Dalam ilmu balaghoh, tepatnya dalam bab ilmu bayan. Yaitu yang berkedudukan
setelah ilmu maani dan sebelum ilmu badi. Ada tiga pembahasan yang akan dibahas
di dalamnya, yaitu tentang tasybih, majaz, dan kinayah. Dalam tulisan
kali ini, penulis mungkin tidak akan membahas tentang tasybih. Karena kali
ini penulis akan sedikit membahas tentang majaz dan kinayah.
Sebelumnya mari kita ulas kembali sedikit tentang pengertian majaz
dan kinayah.
المجاز: هو اللفظ المستعمل في غير ما وضع له في اصطلاح التخاطب لعلاقة
: مع قرينة، مانعة من إرادة المعنى الوضعى
Majaz adalah
lafadz yang digunakan bukan dalam makna aslinya dalam istilah pembicaraan
karena adanya alaqoh beserta qorinah, yang mencegah dimasukannya atau
digunakannya makna asli.
الكناية: لفظ
أريد به غير معناه الذي وضع له، مع جواز إرادة المعنى الأصلي لعدم وجود قرينة
مانعة من إرادته
Kinayah adalah
lafadz yang digunakan untuk menunjukan pada bukan makna aslinya, besertaan
boleh digunakan untuk menunjukan pada makna aslinya karena tidak adanya qorinah
yang mencegah untuk mendatangkan makna aslinya.
Langsung saja mari kita lihat contoh
dari keduanya.
وينزل لكم من السماء رزقا
Dan menurunkan
rezeki dari langit untukmu
Kalimat di atas adalah contoh dari majaz, yaitu majaz
musabbabiyah (akibat). Karena lafadz rizqon adalah menjadi musabbab
atau dalam bahasa Indonesianya adalah akibat. Rezeki ini akibat dari hujan. Karena
hujan yang kemudian menumbuhkan dan mensuburkan tanaman yang kemudian menjadi
rezeki bagi manusia.
زيد طويل النجاد
Zaid itu
panjang sarung pedangnya.
Kalimat di atas adalah contoh dari kinayah. Karena dari kalimat ini
mempunyai dua makna, yang tersurat dan yang tersirat. Yang tersuratnya jelas
Zaid mempunyai sarung pedang yang panjang. Yang tersiratnya adalah Zaid seorang
yang pemberani. Kenapa makna yang tersiratnya itu Zaid seseorang yang
pemberani? Karena lazimnya jika sarung pedangnya itu panjang, maka orang yang
memiliki pedang itu adalah orang yang tinggi besar, dan orang yang tinggi besar
itu lazimnya seseorang yang gagah dan pemberani.
Dari kedua contoh tadi setidaknya
sudah dapat diambil sedikit kesimpulan perbedaan antara majaz dan kinayah. Majaz
itu yang digunakan hanyalah makna bukan aslinya atau makna yang tersiratnya
saja, dan makna aslinya atau yang tersurat tercegah atau tidak bisa digunakan. Karena
tidak mungkin secara tiba-tiba langit bisa menurunkan rezeki.

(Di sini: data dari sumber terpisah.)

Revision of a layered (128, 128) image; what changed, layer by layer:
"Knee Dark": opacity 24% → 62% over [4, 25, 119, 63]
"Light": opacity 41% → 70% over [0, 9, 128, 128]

Sedangkan kinayah,
makna asli atau tersuratnya dan makna tidak asli atau tersiratnya, keduanya
sama-sama bisa digunakan dan itu tidak tercegah atau boleh.

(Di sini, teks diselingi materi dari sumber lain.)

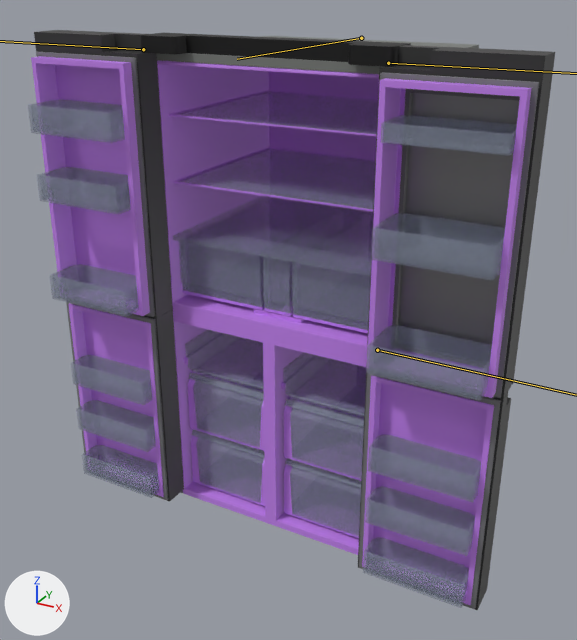
One commit to the FBX model Assets/SYM/asset/MAINROOM/Refrigerator/rf2.fbx: the scene before it, then after it.
Camera for both pictures: a camera (50 mm lens) standing at (1.34, -2.59, 2.05) and looking at (-0.01, -0.13, 0.82). Arrows for +X, +Y and +Z are at lower left; the lights stay in place. The bones that bend it are drawn over the model as lines.

Objects in the first picture: 'group_12.003'.
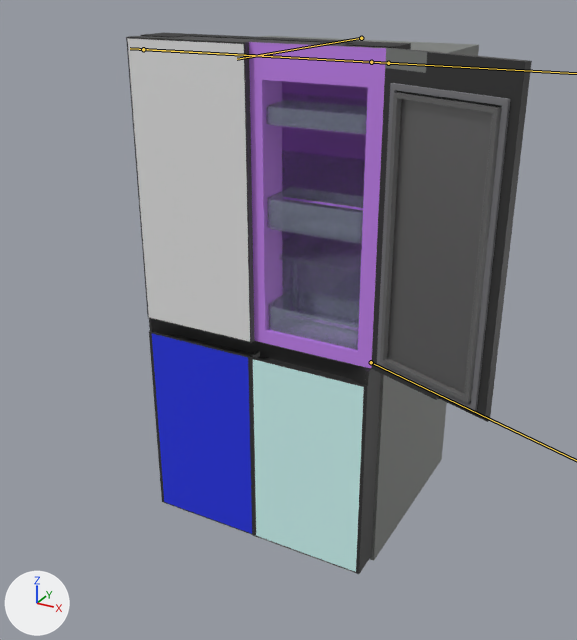
The newer file adds an action. The first version stands in its rest pose; the second is drawn at frame 20 of the action 'Armature|Armature|Armature|open4'.

Boxes (x1, y1, x2, y2) around the edits, measured in the pictures (577 x 640 px):
```json
{"object": "group_12.003", "change": "posed", "before": [28, 30, 555, 610], "after": [126, 33, 532, 574], "on screen": "23% narrower, 7% shorter"}
```

The change, as JSON lines over the scene's bpy script:
```json
{"block": "bone_bone", "where": "bone_bone = bpy.data.objects['Armature'].pose.bones['Bone']  # child of 'Bone.003'"}
{"op": "set", "path": "bone_bone.rotation_quaternion", "old": "(1.0, 0.0, 0.0, 0.0)", "new": "(0.0, 0.0, 0.0, 1.0)", "note": "degrees (0, 0, 0) -> degrees (0, 0, 180)"}
{"block": "bone_bone_002", "where": "bone_bone_002 = bpy.data.objects['Armature'].pose.bones['Bone.002']  # child of 'Bone'"}
{"op": "set", "path": "bone_bone_002.rotation_quaternion", "old": "(1.0, 0.0, 0.0, 0.0)", "new": "(0.181, 0.0, 0.0, 0.984)", "note": "degrees (0, 0, 0) -> degrees (0, 0, 159)"}
{"block": "bone_bone_001", "where": "bone_bone_001 = bpy.data.objects['Armature'].pose.bones['Bone.001']  # child of 'Bone.003'"}
{"op": "set", "path": "bone_bone_001.rotation_quaternion", "old": "(1.0, 0.0, 0.0, 0.0)", "new": "(0.0, 0.0, 0.0, 1.0)", "note": "degrees (0, 0, 0) -> degrees (0, 0, -180)"}
```

Dari sini sudah jelas persamaan dan
perbedaan antara majaz dan kinayah. Persamaannya, keduanya sama-sama memiliki
makna tidak asli atau tersirat. Dan perbedaannya, majaz yang digunakan hanyalah
makna tidak aslinya. Sedangkan kinayah, makna asli dan tidak aslinya sama-sama
bisa digunakan.
Akan tetapi lagi-lagi ada
pengecualian di dalam Alquran. Di dalam tema dan ayat tertentu pada Alquran ada
beberapa kinayah yang makna tidak aslinya atau tersiratnya saja yang bisa
digunakan, sedangkan makna aslinya atau tersuratnya tidak bisa digunakan. Oleh karenanya
tulisan ini penulis beri judul kinayah yang seperti majaz, dalam tidak berlakunya
makna aslinya.
والسموات مطويات بيمينه
Dan langit
digulung dengan tangan kananNya
Dalam ayat di atas, kita tidak boleh
menggunakan makna aslinya atau tersuratnya. Dalam kinayah satu ini kita hanya
boleh menggunakan makna tidak aslinya atau tersiratnya saja, yaitu sempurnanya kekuasanNya.

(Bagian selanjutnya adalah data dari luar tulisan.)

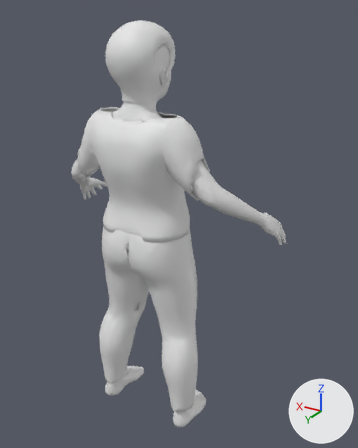
What one commit did to the glTF model corpos/corpo-crianca-f-normal.glb.
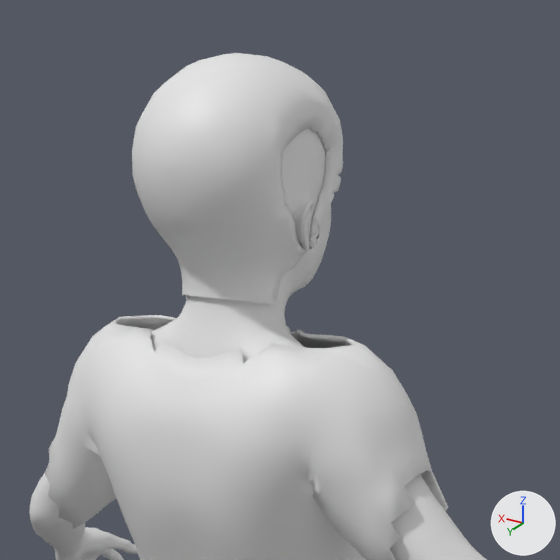
There are two pictures of each version: one whole from a 50 mm lens placed at (-1.156, 1.738, 0.955), pointed at (-0.078, -0.059, 0.056), one close up on the part from 17% to 69% of the width and 1% to 42% of the height. The axes (+X, +Y, +Z) are drawn at lower right. The lights are the same throughout. The older version's two pictures come first. Vertices at exactly the same position are counted once.

Script lines for the objects in view, before the commit:
```python
me_cabelo = bpy.data.meshes.new('cabelo')
me_cabelo.from_pydata(...)  # 1631 vertices, 3192 faces; spans x -0.115..0.115, y -0.042..0.24, z 0.625..0.921
me_camiseta = bpy.data.meshes.new('camiseta')
me_camiseta.from_pydata(...)  # 2046 vertices, 4100 faces; spans x -0.297..0.297, y -0.071..0.255, z 0.085..0.586
me_pele = bpy.data.meshes.new('pele')
me_pele.from_pydata(...)  # 13380 vertices, 26756 faces; spans x -0.55..0.55, y -0.23..0.23, z -0.9..0.9
ob_cabelo = bpy.data.objects.new('cabelo', me_cabelo)
ob_cabelo.location = (0.0, 0.0, 0.0)
ob_camiseta = bpy.data.objects.new('camiseta', me_camiseta)
ob_camiseta.location = (0.0, 0.0, 0.0)
ob_pele = bpy.data.objects.new('pele', me_pele)
ob_pele.location = (0.0, 0.0, 0.0)
```
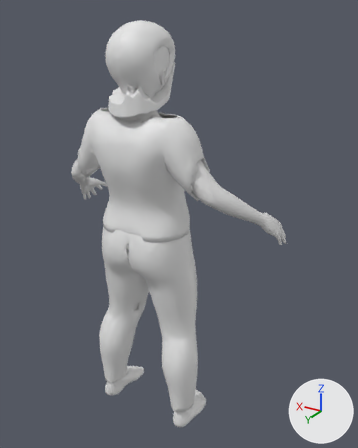
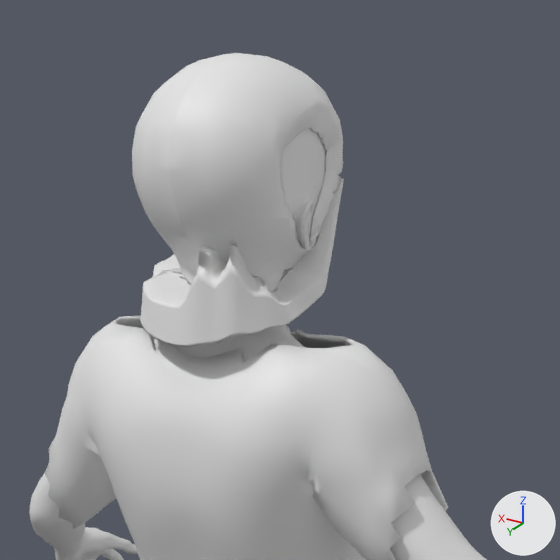
Pixel boxes [x1, y1, x2, y2] of what changed, in the close-ups (560 x 560 px):
'cabelo', reshaped (16% taller): before [132, 53, 343, 306]; after [132, 53, 344, 347]
part 1 of me_cabelo, added: after [141, 179, 344, 347]

Edits to the bpy script that builds the scene:
```text
Change me_cabelo:
    used by ob_cabelo; location = (0.0, 0.0, 0.0)
    remove me_cabelo.from_pydata(...)  # 1631 vertices, 3192 faces; spans x -0.115..0.115, y -0.042..0.24, z 0.625..0.921
    add me_cabelo.from_pydata(...)  # 5011 vertices, 9948 faces; spans x -0.133..0.133, y -0.042..0.241, z 0.585..0.921
    me_cabelo part 1: a new loose piece of 3380 vertices spanning x -0.133..0.133, y 0.018..0.241, z 0.585..0.772
```

Karena kita tidak boleh menyifati Allah mempunyai tangan kanan, karena Allah
mempunyai sifat mukholafatul lilkhawaditsi (tidak sama dengan
makhluknya).
Hampir sama dengan postingan
sebelumnya yang membahas tentang qod dalam Alquran, kali ini membahas tentang
kinayah yang ada dalam Alquran yang lagi-lagi tak jarang ada pengecualian dalam
Alquran, karena memang melihat dan menyesuaikan siyaqul kalamnya, serta
kedudukan Alqurannya yang karya sastra paling tinggi yang ada di dunia.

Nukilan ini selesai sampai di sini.